Awesome

This repository hosts the source code of our paper: [WACV 2023] MEVID: Multi-view Extended Videos with Identities for Video Person Re-Identification. In this work, we present a new large-scale video person re-identification (ReID) dataset. Specifically, we label the identities of 158 unique people wearing 598 outfits taken from 8,092 tracklets, average length of about 590 frames, seen in 33 camera views from the very large-scale MEVA person activities dataset.

MEVID_comparison

Abstract: In this paper, we present the Multi-view Extended Videos with Identities (MEVID) dataset for large-scale, video person re-identification (ReID) in the wild.

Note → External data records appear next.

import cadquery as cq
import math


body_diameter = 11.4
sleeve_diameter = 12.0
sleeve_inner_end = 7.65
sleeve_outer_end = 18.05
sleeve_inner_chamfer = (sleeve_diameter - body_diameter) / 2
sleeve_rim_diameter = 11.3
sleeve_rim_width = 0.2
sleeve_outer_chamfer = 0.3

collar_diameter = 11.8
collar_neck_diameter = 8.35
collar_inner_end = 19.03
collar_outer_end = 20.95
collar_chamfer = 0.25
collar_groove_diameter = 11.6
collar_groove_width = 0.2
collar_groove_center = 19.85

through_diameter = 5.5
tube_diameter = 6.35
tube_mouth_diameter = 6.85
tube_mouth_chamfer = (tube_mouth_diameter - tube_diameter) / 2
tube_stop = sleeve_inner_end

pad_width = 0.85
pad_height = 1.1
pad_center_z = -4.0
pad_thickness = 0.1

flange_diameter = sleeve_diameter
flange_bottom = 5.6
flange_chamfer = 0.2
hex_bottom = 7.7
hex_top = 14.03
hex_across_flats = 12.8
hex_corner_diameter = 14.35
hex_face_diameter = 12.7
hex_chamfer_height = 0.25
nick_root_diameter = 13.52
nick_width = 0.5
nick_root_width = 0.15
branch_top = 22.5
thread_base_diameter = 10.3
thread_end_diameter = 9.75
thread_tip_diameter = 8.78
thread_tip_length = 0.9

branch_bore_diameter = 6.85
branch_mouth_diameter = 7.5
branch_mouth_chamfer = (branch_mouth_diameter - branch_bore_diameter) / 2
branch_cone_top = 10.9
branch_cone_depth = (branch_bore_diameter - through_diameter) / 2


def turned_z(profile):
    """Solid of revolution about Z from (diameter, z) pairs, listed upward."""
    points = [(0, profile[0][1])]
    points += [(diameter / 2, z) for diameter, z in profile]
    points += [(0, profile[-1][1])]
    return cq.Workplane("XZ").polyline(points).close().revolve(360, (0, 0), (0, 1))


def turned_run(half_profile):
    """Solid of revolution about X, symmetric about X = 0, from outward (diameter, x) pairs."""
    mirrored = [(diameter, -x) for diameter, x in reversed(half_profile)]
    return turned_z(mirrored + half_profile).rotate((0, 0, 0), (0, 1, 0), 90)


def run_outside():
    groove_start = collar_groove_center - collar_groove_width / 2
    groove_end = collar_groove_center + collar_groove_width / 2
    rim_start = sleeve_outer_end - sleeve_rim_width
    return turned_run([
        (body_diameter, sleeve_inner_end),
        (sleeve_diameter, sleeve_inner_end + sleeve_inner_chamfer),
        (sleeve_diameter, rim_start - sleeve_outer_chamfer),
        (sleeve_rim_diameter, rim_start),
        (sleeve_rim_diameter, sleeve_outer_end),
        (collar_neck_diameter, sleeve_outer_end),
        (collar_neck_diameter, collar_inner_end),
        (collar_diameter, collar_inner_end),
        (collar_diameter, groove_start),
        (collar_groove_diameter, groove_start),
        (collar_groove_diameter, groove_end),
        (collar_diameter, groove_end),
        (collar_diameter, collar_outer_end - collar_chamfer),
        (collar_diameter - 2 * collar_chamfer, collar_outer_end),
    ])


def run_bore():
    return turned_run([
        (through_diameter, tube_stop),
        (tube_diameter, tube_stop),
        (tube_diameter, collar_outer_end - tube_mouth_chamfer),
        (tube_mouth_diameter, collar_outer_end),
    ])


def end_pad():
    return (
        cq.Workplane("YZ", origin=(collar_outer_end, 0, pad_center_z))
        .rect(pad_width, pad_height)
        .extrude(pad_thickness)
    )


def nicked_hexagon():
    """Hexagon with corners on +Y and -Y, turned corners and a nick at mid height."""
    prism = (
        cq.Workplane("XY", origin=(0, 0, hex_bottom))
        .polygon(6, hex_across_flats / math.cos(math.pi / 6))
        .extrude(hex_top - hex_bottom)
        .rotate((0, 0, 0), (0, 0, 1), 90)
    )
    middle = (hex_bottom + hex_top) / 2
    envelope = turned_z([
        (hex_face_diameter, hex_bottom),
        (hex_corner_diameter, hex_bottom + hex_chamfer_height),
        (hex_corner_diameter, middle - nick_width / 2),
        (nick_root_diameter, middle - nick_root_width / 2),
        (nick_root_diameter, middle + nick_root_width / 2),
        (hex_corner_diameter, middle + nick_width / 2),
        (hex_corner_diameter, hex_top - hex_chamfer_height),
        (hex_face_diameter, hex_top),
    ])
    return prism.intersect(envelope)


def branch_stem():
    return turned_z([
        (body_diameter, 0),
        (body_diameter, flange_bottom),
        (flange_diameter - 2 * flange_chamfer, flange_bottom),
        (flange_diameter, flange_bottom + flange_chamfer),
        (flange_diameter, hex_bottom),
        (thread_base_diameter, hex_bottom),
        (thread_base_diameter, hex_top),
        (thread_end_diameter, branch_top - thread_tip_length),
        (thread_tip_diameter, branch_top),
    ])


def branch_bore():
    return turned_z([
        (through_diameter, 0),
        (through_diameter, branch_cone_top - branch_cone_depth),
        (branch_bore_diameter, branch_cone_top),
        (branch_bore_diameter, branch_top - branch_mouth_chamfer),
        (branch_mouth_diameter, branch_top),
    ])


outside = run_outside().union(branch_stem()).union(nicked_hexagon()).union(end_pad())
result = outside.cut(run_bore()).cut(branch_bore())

To our knowledge, MEVID represents the most-varied video person ReID dataset, spanning an extensive indoor and outdoor environment across nine unique dates in a 73-day window, various camera viewpoints, and entity clothing changes. Specifically, we label the identities of 158 unique people wearing 598 outfits taken from 8,092 tracklets, average length of about 590 frames, seen in 33 camera views from the very-large-scale MEVA person activities dataset. While other datasets have more unique identities, MEVID emphasizes a richer set of information about each individual, such as: 4 outfits/identity vs. 2 outfits/identity in CCVID, 33 view-points across 17 locations vs. 6 in 5 simulated locations for MTA, and 10 million frames vs. 3 million for LS-VID. Being based on the MEVA video dataset, we also inherit data that is intentionally demographically balanced to the continental United States. To accelerate the annotation process, we developed a semi-automatic annotation framework and GUI that combines state-of-the-art real-time models for object detection, pose estimation, person ReID, and multi-object tracking. We evaluate several state-of-the-art methods on MEVID challenge problems and comprehensively quantify their robustness in terms of changes of outfit, scale, and background location. Our quantitative analysis on the realistic, unique aspects of MEVID shows that there are significant remaining challenges in video person ReID and indicates important directions for future research.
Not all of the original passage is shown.